### TASK GOAL
Pull every line containing the word "edges" from the records.

### DATASET ENTRIES

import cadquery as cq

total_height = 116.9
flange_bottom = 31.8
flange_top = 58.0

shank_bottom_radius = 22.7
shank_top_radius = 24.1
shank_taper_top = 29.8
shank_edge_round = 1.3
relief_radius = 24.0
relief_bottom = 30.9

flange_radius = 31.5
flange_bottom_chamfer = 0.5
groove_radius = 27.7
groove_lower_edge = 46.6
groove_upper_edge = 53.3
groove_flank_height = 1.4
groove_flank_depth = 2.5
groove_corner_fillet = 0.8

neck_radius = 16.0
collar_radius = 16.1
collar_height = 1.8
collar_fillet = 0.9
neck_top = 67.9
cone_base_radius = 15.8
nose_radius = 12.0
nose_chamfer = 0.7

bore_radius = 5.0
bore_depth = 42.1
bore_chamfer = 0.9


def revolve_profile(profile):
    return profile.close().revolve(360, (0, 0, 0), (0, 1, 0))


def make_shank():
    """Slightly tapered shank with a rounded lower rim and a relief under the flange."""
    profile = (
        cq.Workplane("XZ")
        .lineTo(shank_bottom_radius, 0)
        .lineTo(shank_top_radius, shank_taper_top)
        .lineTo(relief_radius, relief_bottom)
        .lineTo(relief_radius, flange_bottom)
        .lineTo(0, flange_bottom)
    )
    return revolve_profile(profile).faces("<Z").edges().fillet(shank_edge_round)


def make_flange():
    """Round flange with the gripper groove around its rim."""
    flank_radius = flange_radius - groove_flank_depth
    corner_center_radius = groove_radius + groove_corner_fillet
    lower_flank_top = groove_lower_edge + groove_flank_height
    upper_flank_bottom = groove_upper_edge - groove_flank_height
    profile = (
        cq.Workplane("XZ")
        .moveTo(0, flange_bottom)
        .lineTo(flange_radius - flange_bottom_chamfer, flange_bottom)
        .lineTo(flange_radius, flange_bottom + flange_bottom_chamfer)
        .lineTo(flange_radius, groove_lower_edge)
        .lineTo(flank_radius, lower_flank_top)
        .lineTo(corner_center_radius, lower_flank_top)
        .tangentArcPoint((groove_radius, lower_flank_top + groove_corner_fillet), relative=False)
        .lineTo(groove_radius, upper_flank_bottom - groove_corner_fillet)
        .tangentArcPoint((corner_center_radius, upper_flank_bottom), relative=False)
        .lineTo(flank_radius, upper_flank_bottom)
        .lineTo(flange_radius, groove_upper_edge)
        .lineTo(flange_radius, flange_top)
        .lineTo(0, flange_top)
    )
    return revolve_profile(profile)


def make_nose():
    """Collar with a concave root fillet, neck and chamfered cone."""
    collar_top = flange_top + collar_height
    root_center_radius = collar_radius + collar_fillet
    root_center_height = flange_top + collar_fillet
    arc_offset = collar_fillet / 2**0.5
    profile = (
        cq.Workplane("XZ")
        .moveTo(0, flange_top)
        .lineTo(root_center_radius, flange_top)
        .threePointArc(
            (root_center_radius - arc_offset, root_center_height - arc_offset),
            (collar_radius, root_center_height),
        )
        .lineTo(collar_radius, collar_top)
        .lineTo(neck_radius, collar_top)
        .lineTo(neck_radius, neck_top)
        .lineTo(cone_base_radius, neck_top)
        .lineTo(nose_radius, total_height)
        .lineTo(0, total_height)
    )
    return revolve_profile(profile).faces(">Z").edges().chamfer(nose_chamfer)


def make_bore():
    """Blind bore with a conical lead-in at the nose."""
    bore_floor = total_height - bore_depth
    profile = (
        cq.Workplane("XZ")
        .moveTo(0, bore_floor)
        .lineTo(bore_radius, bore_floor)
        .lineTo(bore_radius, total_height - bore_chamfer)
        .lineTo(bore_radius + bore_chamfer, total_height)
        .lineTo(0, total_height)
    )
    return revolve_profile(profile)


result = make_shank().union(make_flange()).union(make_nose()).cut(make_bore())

### WRITTEN RESPONSE
    return revolve_profile(profile).faces("<Z").edges().fillet(shank_edge_round)
    return revolve_profile(profile).faces(">Z").edges().chamfer(nose_chamfer)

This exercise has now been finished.